Simple solution is move the front fans from in the front panel to behind it, inside the case, that will allow more space for airflow.


----------



## claes (Mar 15, 2021)

Caring1 said:


> Simple solution is move the front fans from in the front panel to behind it, inside the case, that will allow more space for airflow.


It looks like they may only be able to move the top two but great idea


----------



## Kissamies (Mar 15, 2021)

Whoever designed that front intake, should be fired. Not saying that my Define Mini C has the best intake, but at least I can have the fans inside the case, giving much more airflow.


----------



## FireFox (Mar 15, 2021)

P4-630 said:


> If the front of your case is a glass panel you won't get much fresh air inside the case.


Does that apply to any case with Glass panel?


----------



## P4-630 (Mar 15, 2021)

Knoxx29 said:


> Does that apply to any case with Glass panel?



When your air intake fans are almost against it.


----------



## BarbaricSoul (Mar 15, 2021)

I mean, I have a FT04 case, it has 2 huge 240mm fans behind a solid panel. They don't get choked because it has side intakes for the fans. I assume the OP case is of a similar design


----------



## FireFox (Mar 15, 2021)

P4-630 said:


> When your air intake fans are almost against it.


I was just curious but then i measured the space between fans and the glass panel and it is 8cm which is enough.


----------



## ThrashZone (Mar 15, 2021)

Hi,
Larger front screens are always less restrictive but it's not part of the rgb bling society view so large screens are gone and favoring plexi and side venting
I only have one rgb fan and placed next to my reservoirs so I can easy see fluid level.


----------



## dirtyferret (Mar 15, 2021)

BarbaricSoul said:


> try taking the side panel off the case to see if that helps your GPU temps. If this does not help temps, the issue is not with the case, but rather is something going on with the GPU its self



first helpful comment is almost at the end of the first page but then we get this...



ThrashZone said:


> 2-3c still shows it has bad case air flow



how this you possibly come to this conclusion with a case that has a side panel removed?


----------



## ThrashZone (Mar 15, 2021)

dirtyferret said:


> how this you possibly come to this conclusion with a case that has a side panel removed?


Hi,
Because the temperature dropped 2-3c is that hard to understand.



Jerico said:


> Sure do.


Bingo forget the back and make the top exhaust.


----------



## P4-630 (Mar 15, 2021)

ThrashZone said:


> Hi,
> Because the temperature dropped 2-3c is that hard to understand.
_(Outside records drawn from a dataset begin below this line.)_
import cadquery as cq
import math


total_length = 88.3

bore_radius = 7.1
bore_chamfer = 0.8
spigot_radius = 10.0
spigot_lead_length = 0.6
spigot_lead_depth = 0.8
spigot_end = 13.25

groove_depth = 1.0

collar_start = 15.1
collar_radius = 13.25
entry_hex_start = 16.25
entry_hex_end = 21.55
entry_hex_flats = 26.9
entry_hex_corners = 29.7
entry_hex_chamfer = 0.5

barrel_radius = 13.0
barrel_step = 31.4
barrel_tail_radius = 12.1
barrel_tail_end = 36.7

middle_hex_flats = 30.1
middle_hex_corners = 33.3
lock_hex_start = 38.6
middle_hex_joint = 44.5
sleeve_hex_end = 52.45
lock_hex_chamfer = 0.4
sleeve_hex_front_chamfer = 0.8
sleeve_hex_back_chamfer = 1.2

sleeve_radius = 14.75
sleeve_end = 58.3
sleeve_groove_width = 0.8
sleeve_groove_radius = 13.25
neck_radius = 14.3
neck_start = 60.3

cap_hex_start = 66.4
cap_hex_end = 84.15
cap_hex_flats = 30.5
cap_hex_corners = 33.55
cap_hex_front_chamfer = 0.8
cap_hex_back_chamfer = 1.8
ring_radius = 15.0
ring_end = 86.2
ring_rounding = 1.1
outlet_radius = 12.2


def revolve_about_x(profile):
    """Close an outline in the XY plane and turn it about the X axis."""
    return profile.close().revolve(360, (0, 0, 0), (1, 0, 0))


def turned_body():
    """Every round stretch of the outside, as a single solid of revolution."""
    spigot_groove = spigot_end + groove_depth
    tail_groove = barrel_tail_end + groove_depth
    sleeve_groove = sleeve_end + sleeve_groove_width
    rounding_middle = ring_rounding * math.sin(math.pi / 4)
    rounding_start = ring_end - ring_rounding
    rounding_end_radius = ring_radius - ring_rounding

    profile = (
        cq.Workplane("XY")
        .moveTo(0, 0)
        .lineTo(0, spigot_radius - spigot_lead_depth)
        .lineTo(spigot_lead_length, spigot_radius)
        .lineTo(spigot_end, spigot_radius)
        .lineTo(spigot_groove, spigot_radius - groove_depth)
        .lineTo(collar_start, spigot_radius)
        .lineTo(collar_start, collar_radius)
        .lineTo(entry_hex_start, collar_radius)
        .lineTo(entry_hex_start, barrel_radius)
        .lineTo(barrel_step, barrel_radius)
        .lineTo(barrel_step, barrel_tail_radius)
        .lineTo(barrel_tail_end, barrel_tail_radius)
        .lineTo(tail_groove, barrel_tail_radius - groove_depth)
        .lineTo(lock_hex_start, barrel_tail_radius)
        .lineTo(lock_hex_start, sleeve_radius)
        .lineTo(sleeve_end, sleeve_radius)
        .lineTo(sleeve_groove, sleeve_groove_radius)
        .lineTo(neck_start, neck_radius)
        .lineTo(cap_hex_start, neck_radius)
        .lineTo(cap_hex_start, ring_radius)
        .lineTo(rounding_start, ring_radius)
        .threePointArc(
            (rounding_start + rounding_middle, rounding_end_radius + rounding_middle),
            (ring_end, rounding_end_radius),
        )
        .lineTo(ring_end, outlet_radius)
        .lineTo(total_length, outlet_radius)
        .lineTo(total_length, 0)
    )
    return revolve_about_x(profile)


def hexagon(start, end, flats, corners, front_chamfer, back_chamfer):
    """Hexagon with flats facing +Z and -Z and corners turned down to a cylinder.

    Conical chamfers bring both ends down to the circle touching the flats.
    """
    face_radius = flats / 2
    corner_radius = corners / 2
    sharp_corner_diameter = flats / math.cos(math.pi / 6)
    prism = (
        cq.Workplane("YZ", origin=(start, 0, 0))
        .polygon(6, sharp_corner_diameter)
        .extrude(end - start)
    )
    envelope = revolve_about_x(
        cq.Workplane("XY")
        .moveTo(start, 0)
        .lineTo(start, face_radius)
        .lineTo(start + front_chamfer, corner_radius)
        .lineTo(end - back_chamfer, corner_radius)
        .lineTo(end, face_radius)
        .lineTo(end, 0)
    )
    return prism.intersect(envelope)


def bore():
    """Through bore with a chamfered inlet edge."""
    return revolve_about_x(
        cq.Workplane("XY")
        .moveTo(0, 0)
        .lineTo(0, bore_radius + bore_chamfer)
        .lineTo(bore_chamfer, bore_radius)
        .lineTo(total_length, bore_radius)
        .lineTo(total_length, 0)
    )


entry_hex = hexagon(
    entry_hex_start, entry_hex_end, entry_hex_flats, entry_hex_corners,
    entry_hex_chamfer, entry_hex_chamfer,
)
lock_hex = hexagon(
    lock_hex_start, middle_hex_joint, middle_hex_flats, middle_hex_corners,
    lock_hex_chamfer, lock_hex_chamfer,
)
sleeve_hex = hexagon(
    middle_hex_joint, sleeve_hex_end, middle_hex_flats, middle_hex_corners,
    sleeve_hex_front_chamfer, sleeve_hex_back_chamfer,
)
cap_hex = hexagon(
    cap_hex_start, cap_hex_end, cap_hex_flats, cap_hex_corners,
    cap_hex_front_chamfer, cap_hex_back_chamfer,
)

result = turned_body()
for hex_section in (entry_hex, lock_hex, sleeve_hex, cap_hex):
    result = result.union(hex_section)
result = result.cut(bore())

OP mentioned -2 degrees when the front panel was off.


----------



## ThrashZone (Mar 15, 2021)

P4-630 said:


> OP mentioned -2 degrees when the front panel was off.


Hi,
If he takes the side panel off temps will drop more.
He finally posted an image it seems pretty obvious why temps are off.


----------



## dirtyferret (Mar 15, 2021)

ThrashZone said:


> Hi,
> Because the temperature dropped 2-3c is that hard to understand.



barbaric answered that 



BarbaricSoul said:


> try taking the side panel off the case to see if that helps your GPU temps. If this does not help temps, the issue is not with the case, but rather is something going on with the GPU its self





ThrashZone said:


> Hi,
> If he takes the side panel off temps will drop more.
> He finally posted an image it seems pretty obvious why temps are off.


he did take the side panel off and his temps dropped 2-3c as the OP stated, front panel would have minimal impact on the GPU compared to the side panel


----------



## ThrashZone (Mar 15, 2021)

dirtyferret said:


> barbaric answered that


Hi,
So someone else "answered" that ?
Op hasn't confirmed one way or another if he tried removing the side panel which I too would "recommend" removing it.


----------



## dirtyferret (Mar 15, 2021)

ThrashZone said:


> Hi,
> So someone else "answered" that ?
> Op hasn't confirmed one way or another if he tried removing the side panel which I too would "recommend" removing it.



you missed his post



Jerico said:


> Took the side panel off. Like with the front panel it only made a difference of about 2-3C°. After running the stress test a bit longer the GPU still reached the max temp point. Should i try and clean the filter/ new thermal paste? I am probably going to switch to the RTX 3070 eventually tho


----------



## ThrashZone (Mar 15, 2021)

dirtyferret said:


> you missed his post


Hi,
Wrong.


----------



## dirtyferret (Mar 15, 2021)

ThrashZone said:


> Hi,
> Wrong.


wrong you missed his post and failed to realize he already posted about his side panel being off? So you saw his post and then said



ThrashZone said:


> If he takes the side panel off temps will drop more.



after he said



Jerico said:


> Took the side panel off. Like with the front panel it only made a difference of about 2-3C°.


----------



## ThrashZone (Mar 15, 2021)

ThrashZone said:


> Hi,
> 2-3c still shows it has bad case air flow
> Maybe post an image where this case is sitting.





Jerico said:


> Sure do.


Hi,
Image shows clearly what the problem is.


----------



## dirtyferret (Mar 15, 2021)

ThrashZone said:


> Hi,
> Image shows clearly what the problem is.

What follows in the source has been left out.